Bureaucracy Unbound

10/13/1996
The Washington Post

A year ago, Vice President Gore unveiled a proposal to turn many federal agencies into “performance-based organizations,” or PBOs. A few weeks ago the President repeated it on the campaign trail. The idea is to give these agencies far greater flexibility to manage their own budgets, personnel and purchasing, but in return to make them accountable for their performance.

Congress, which would need to grant PBOs these new freedoms, has not paid much attention. This is unfortunate and a bit odd, because the Gore PBO proposals are modeled on one of conservative heroine Margaret Thatcher’s most successful initiatives to reinvent British government.

Thatcher spent her first two terms privatizing and downsizing. But after eight years, she still hadn’t figured out how to shake her remaining bureaucracies out of their doldrums. Finally, in 1986, she asked her Efficiency Unit to recommend the next steps.

For 150 years, British leaders had commissioned study after study on improving the civil service. But Thatcher’s team did something no one had ever done: It asked the civil servants what they thought.

The answer came back loud and clear: If you want better management, untie the managers’ hands and let them manage. Hold them accountable for results — not for following silly rules.

STEPPING UP

The proposed reform became known as the Next Steps initiative.
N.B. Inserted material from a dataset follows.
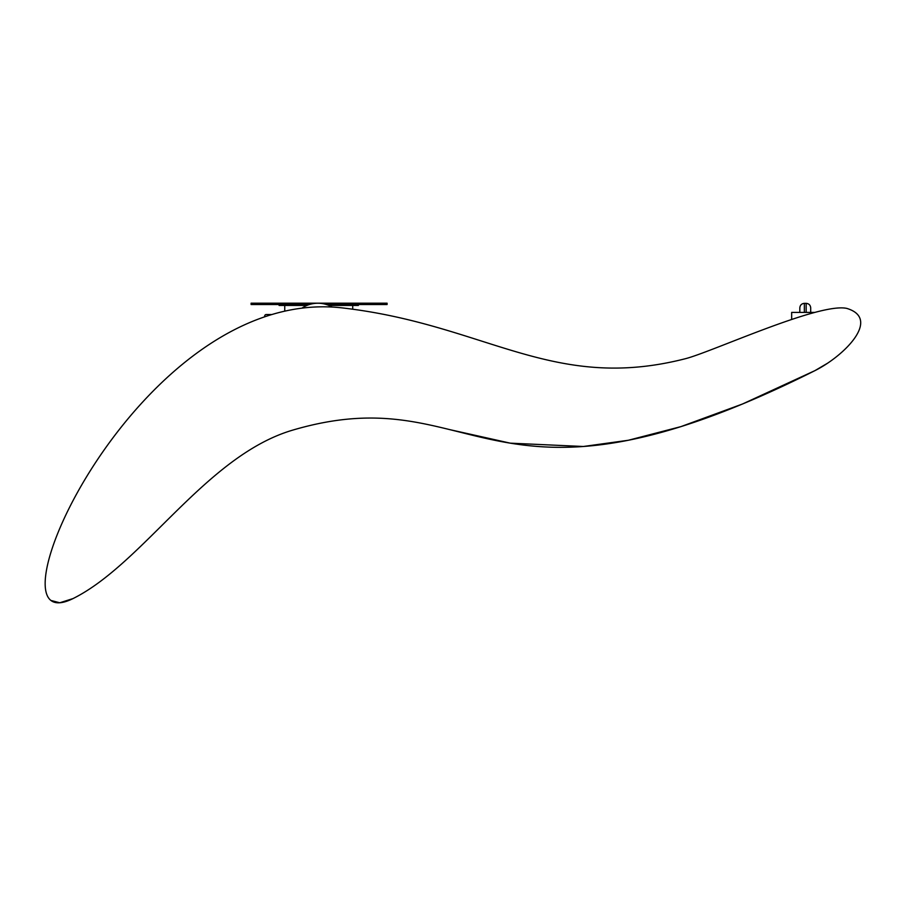 <?xml version="1.0" encoding="UTF-8"?>
<svg xmlns="http://www.w3.org/2000/svg" width="906" height="906" viewBox="0 0 906 906"><rect width="100%" height="100%" fill="white"/><g stroke="black" fill="none" stroke-linecap="round" stroke-linejoin="round"><path stroke-width="1.36" d="M449.738 429.625L510.305 443.17L583.351 446.488L628.311 440.271L680.893 426.635L742.592 403.974L814.913 370.645L827.722 363.125M73.012 598.583C143.375 563.6 205.945 455.673 292.706 430.124C479.365 375.175 486.862 535.186 814.913 370.645C844.483 355.82 881.289 318.697 846.714 308.38C818.888 302.411 712.003 351.902 685.457 358.697C552.354 392.774 485.899 324.416 342.253 307.904C138.754 284.518 -21.563 645.616 73.012 598.583L59.773 602.773L50.872 600.429M352.728 309.218L352.728 305.447M284.744 311.166L284.744 305.447M358.402 305.447L358.402 304.541L358.402 305.447L328.901 305.447M306.919 305.447L279.082 305.447L279.082 304.541L279.082 305.447M251.109 303.182L251.109 304.541L251.109 303.182L255.651 303.182L255.651 304.541L251.109 304.541M382.547 303.182L387.077 303.182L387.077 304.541L382.547 304.541L382.547 303.182L255.651 303.182M382.547 304.541L326.432 304.541M309.388 304.541L255.651 304.541M264.631 316.851L264.631 316.205A1.699 1.699 0 0 1 266.319 314.518L271.947 314.518M265.99 316.387L267.564 315.877M301.947 308.153A28.324 28.324 0 0 1 332.128 307.055M791.663 319.478L791.663 312.411L814.822 312.411M810.7 312.411L810.7 307.881L810.7 312.411M799.817 312.411L799.817 307.881L799.817 312.411M356.137 305.447L356.137 304.541M281.347 305.447L281.347 304.541M806.17 312.411L806.17 303.351L804.358 303.351L804.358 312.411M804.358 303.351C801.606 303.623 800.089 305.129 799.817 307.881C800.089 305.129 801.606 303.623 804.358 303.351M806.17 303.351C808.922 303.623 810.428 305.129 810.7 307.881C810.428 305.129 808.922 303.623 806.17 303.351"/></g></svg>

  • It separated departments’ service delivery and regulatory functions into discreet chunks, each one called an Executive Agency.
  • It gave those agencies much more control over their budgets, personnel systems and other management practices.
  • It paid agency chief executives whatever it took to get the talent needed, including performance bonuses of up to 20 percent of their salaries — but forced them to reapply for their jobs every three years.
  • It required agency CEOs to negotiate a three-year performance contract with their department, specifying the results they would achieve and the management freedoms they would be given.
  • It set annual performance targets for each agency.
  • And it put agencies on trial for their lives every three years.

The government later extended the time frame for performance contracts and agency reviews from three to five years. But the basic reform now firmly in place. At 126 Executive Agencies, which employ almost 75 percent of all civil servants, CEOs now have the freedom they need to manage effectively. But both their pay and their job security depends on their agencies’ performance against quantifiable standards.

And every employee knows that if his agency doesn’t perform, it may be abolished, privatized or restructured at its five-year review.  Since 1988, the British have privatized about a dozen of these agencies.

MORE WITH LESS

Even the largest agencies have increased their operating efficiency by at least 2 percent a year. On average, agencies got by on 4.7 percent less operating money last year than they had the year before.

Overall, the British have shrunk their civil service by 15 percent through the Next Steps process. Meanwhile, performance has steadily improved.

Agencies have used almost every tool in the reinventors’ kit: contracting out, public vs. private competition, performance bonuses, group bonuses, total quality management, customer surveys, business process reengineering, internal markets, “onestop shopping” and more.

In 1991, the Labor Party pledged to keep Next Steps in place if it won power. And in November 1994, Parliament’s Treasury and Civil Service Committee called it “the single most successful Civil Service reform program of recent decades.”

THE IDEA SPREADS

New Zealand’s Labor Party did the same thing with almost every department. Brian Mulroney’s conservative government in Canada did a pilot program with about 15 “special operating agencies,” but never gave them enough flexibility to make a real difference.

To get permission to go beyond the kind of token effort Canada made, Clinton probably needs to tie the reform to something Congress wants. A Democratic Congress voted to downsize the civil service by 13 percent, for example, because it needed the money to finance Clinton’s 100,000 cops on the beat.

Perhaps the president can get the next Congress to pass a sweeping performance-based organizations bill by offering the lawmakers something equally irresistible. If PBOs are required to cut their operating costs 2 percent a year, the savings will gradually mount up to something real. Clinton could wrap his education and training proposals (several of which are tax cuts) into one big initiative, then ask Congress to fund them by passing a PBO bill.

Then again, it might be easier to just get Margaret Thatcher, John Major, Trent Lott, and Newt Gingrich together for a quiet chat.